Comment 4 Vladimir Voskresensky 2011-03-28 06:09:24 UTC

more correct version of encoding check to prevent false positives
    private static boolean checkIfCharsetCanDecodeFile(FileObject fo, Charset charset) {
        try {
            int BUF_SIZE = 1024*4;

            BufferedInputStream input = new BufferedInputStream(fo.getInputStream(), BUF_SIZE);
            try {
                CharsetDecoder decoder = charset.newDecoder();
                decoder.reset();
                try {
                    BufferedReader reader = new BufferedReader(new InputStreamReader(fo.getInputStream(), decoder), BUF_SIZE);
                    char[] buf = new char[BUF_SIZE];
                    while (reader.read(buf) > 0) {}
                    reader.close();
                } catch (CharacterCodingException e) {
                    ERR.log(Level.FINE, "Encoding problem using " + charset, e); // NOI18N
                    return false;
                } catch (IllegalStateException e) {
                    if (!e.getMessage().contains("CODING_END")) {
                        ERR.log(Level.FINE, "Encoding problem using " + charset, e); // NOI18N
                        return false;
                    }
                }
            } finally {
                input.close();
            }
        } catch (IOException ex) {
            ERR.log(Level.FINE, "Encoding problem using " + charset, ex); // NOI18N
        }
        return true;
    }

Comment 5 Vladimir Voskresensky 2011-03-28 06:09:46 UTC

in fact - data loss is P1...

Comment 6 Vladimir Voskresensky 2011-03-28 18:47:46 UTC

PrakharMathur, can you attach your file, please?

Thanks,
Vladimir.

Comment 7 Vladimir Voskresensky 2011-03-28 18:53:15 UTC

http://hg.netbeans.org/cnd-main/rev/1b8d3b85a037

Comment 8 Jan Lahoda 2011-03-29 01:01:30 UTC

I am sorry, but the above fix does not seem good to me: it means that all files will be read twice - and encoding will be OK for vast majority of them. I would prefer if the overhead would be near-zero in such cases. I will attach a patch that tries to achieve that.

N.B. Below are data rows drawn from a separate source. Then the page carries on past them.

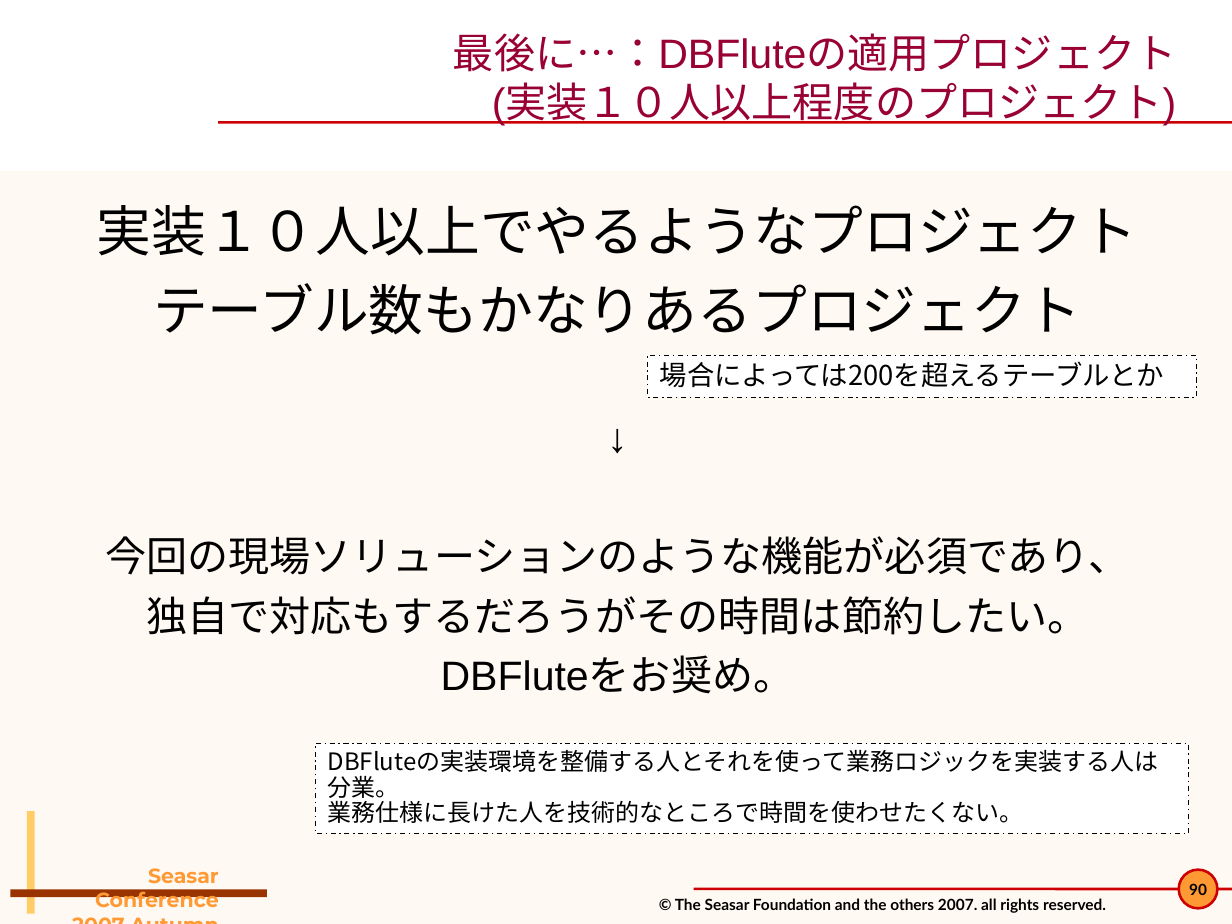
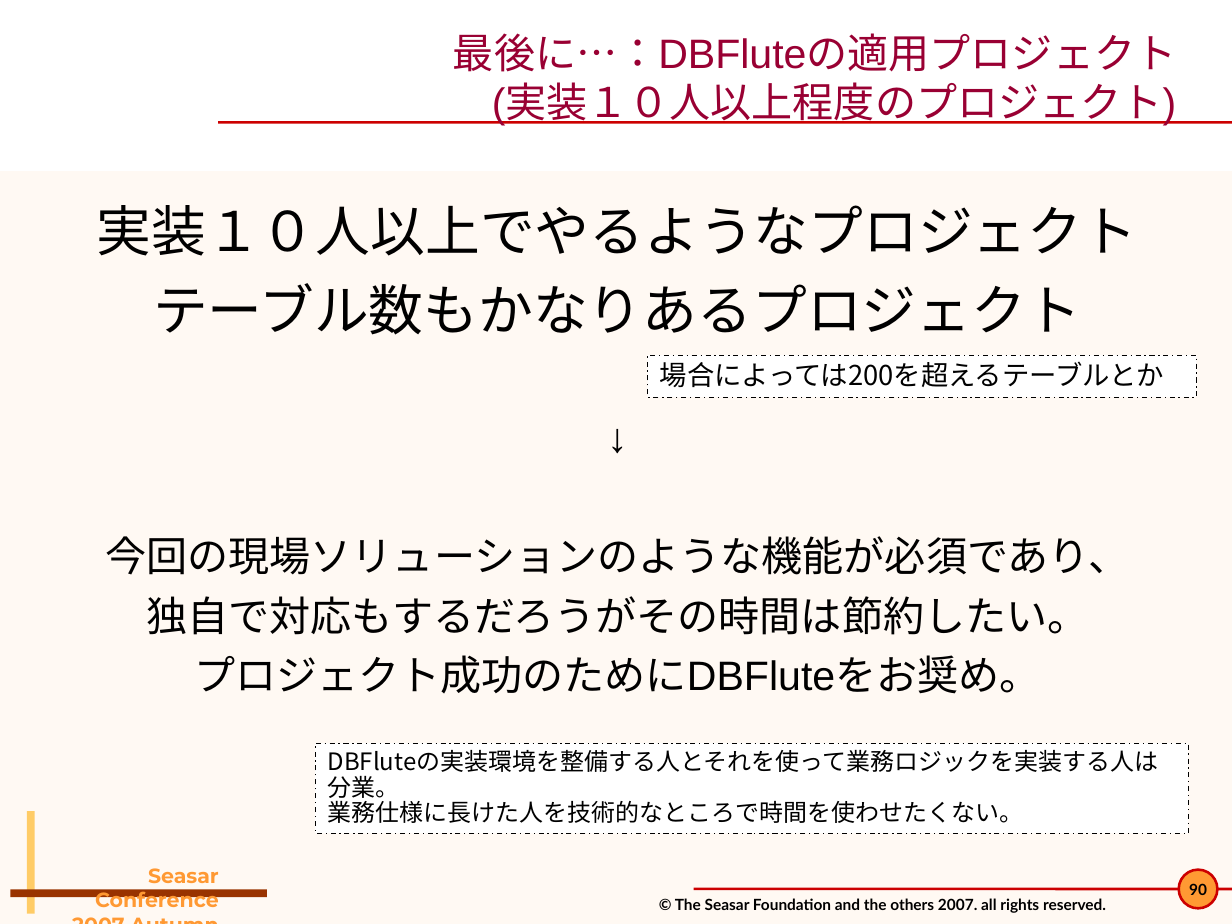
Before and after one commit to seasarorg/dbflute, a slide deck: slide 90 of dbflute/etc/doc/pres/sc2007a_2-DBFlute.ppt. Drawn at 1232x924 pixels with LibreOffice and Linux fonts; fonts in the diff are those of the drawing; background and template pictures are left out. Boxes give left, top, right and bottom in pixels: in the first picture for what was removed or moved away, otherwise in the second. Text is boxed around its words. In the diff, an @@ line names an element or a change of style, - is before the commit and + after.

```diff
--- a/dbflute/etc/doc/pres/sc2007a_2-DBFlute.ppt
+++ b/dbflute/etc/doc/pres/sc2007a_2-DBFlute.ppt
@@ text at (x1=194, y1=655, x2=1040, y2=694): text changed @@
-DBFluteをお奨め。
+プロジェクト成功のためにDBFluteをお奨め。
```
Also in this commit, not shown: 1 other slide changed, 15 other files.

Comment 9 Jan Lahoda 2011-03-29 01:01:57 UTC

Created attachment 107352 [details]
Proposed patch.

Comment 10 Vladimir Voskresensky 2011-03-29 06:19:39 UTC

Jan, I'm fine with your patch and have only one comment:
What would be internal state of kit which read part of file, then encoding exception was thrown and user said "No"?

Comment 11 Quality Engineering 2011-03-29 08:42:44 UTC

Integrated into 'main-golden', will be available in build *201103290400* on http://bits.netbeans.org/dev/nightly/ (upload may still be in progress)
Changeset: http://hg.netbeans.org/main/rev/1b8d3b85a037
User: Vladimir Voskresensky <vv159170@netbeans.org>
Log: fixed #196945 -  [70cat] org.openide.text.DataEditorSupport$1: The file cannot be safely opened with encoding UTF-8. Do you want to continue opening it?
-- check content of whole file, otherwise we incorrectly reject UTF-8 and also can corrupt user's file without notification (issue #196707 -  Changes are made to unedited French characters while saving a file)

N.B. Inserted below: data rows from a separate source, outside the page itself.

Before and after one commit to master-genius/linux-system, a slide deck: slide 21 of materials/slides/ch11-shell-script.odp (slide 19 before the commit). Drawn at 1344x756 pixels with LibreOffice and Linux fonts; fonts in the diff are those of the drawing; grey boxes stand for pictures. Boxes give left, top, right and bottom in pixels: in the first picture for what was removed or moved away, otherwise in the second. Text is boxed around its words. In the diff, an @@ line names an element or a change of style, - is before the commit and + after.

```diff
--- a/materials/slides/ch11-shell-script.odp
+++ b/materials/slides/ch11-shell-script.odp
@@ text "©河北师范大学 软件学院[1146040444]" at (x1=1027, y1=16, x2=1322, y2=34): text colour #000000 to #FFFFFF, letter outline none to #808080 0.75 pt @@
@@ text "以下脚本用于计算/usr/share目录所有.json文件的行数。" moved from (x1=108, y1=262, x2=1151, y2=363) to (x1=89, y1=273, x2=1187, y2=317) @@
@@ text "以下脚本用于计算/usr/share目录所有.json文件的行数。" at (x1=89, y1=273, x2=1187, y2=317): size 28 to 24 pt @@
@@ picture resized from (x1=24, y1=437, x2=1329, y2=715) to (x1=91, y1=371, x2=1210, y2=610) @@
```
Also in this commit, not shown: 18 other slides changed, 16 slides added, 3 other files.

Comment 12 Jan Lahoda 2011-03-31 18:50:19 UTC

(Sorry for so late response, I have lots of meetings this week.)

(In reply to comment #10)
> Jan, I'm fine with your patch and have only one comment:
> What would be internal state of kit which read part of file, then encoding
> exception was thrown and user said "No"?

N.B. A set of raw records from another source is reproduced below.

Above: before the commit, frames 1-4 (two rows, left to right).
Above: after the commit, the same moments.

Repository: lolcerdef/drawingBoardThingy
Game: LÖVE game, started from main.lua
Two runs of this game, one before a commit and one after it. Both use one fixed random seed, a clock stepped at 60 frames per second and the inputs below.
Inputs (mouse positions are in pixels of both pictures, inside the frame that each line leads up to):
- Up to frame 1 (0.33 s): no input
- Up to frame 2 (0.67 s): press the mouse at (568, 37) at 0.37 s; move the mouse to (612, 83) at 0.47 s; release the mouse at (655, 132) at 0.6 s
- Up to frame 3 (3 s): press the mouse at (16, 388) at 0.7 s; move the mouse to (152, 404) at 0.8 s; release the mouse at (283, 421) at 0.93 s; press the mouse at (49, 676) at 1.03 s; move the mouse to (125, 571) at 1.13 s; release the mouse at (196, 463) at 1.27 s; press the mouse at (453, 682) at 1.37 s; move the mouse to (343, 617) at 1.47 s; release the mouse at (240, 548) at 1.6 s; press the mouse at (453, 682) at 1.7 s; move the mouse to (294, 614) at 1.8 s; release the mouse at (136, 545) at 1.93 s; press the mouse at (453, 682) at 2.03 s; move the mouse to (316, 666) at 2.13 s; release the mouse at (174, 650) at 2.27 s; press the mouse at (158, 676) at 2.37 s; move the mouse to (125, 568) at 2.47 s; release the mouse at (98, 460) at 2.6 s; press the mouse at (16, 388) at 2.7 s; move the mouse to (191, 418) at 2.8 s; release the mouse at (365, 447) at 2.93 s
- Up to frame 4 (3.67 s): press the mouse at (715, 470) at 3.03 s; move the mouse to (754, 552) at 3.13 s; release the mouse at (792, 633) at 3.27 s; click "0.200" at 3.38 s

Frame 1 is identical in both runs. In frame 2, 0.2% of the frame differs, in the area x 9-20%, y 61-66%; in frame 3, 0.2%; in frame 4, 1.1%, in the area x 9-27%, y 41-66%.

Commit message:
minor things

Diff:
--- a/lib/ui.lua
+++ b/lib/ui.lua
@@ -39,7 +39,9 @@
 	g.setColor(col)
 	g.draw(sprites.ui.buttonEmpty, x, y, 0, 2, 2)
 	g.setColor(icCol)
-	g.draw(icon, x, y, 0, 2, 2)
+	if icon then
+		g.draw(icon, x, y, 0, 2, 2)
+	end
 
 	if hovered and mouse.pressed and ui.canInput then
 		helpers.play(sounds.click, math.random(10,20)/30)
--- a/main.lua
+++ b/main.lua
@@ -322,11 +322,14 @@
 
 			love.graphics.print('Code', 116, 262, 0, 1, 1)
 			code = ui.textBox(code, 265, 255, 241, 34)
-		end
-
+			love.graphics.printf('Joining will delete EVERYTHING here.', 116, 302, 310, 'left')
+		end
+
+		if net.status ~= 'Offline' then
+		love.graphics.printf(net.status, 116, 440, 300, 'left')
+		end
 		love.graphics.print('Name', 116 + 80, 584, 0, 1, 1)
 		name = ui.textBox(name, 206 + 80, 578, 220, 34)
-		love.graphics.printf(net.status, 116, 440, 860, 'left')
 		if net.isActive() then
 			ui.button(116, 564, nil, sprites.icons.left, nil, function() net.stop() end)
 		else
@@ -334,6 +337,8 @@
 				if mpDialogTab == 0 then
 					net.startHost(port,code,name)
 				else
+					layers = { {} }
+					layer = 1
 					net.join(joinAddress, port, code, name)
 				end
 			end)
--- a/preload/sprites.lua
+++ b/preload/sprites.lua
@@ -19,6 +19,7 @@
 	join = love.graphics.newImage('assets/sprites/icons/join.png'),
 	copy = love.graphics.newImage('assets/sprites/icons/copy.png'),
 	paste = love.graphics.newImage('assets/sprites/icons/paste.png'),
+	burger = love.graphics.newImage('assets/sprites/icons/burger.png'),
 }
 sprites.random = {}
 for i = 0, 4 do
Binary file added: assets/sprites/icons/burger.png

I would expect less problems with the do-not-open path, as the document will be thrown away in that case. Not sure if that will be the case for the open-anyway path (that's why the patch tries to remove the document's content). The kit itself should not be holding any state (there is just one instance of a kit per mimetype in the IDE). I am a bit worried about the internal state of the document, though.

Your patch is of course much safer in the respect that much fewer things can go wrong. But, reading each file twice is not acceptable, IMO, especially expecting that in almost all cases the encoding will be reasonable.

Comment 13 Vladimir Voskresensky 2011-04-01 11:05:18 UTC

Jan, so what to push?
Now trunk has your variant.
I've tested it with files which made issues and everything works as expected.
I've asked editor team about integration in issue #196945

Comment 14 Jan Lahoda 2011-04-01 14:07:14 UTC

If needed, I would go with my variant.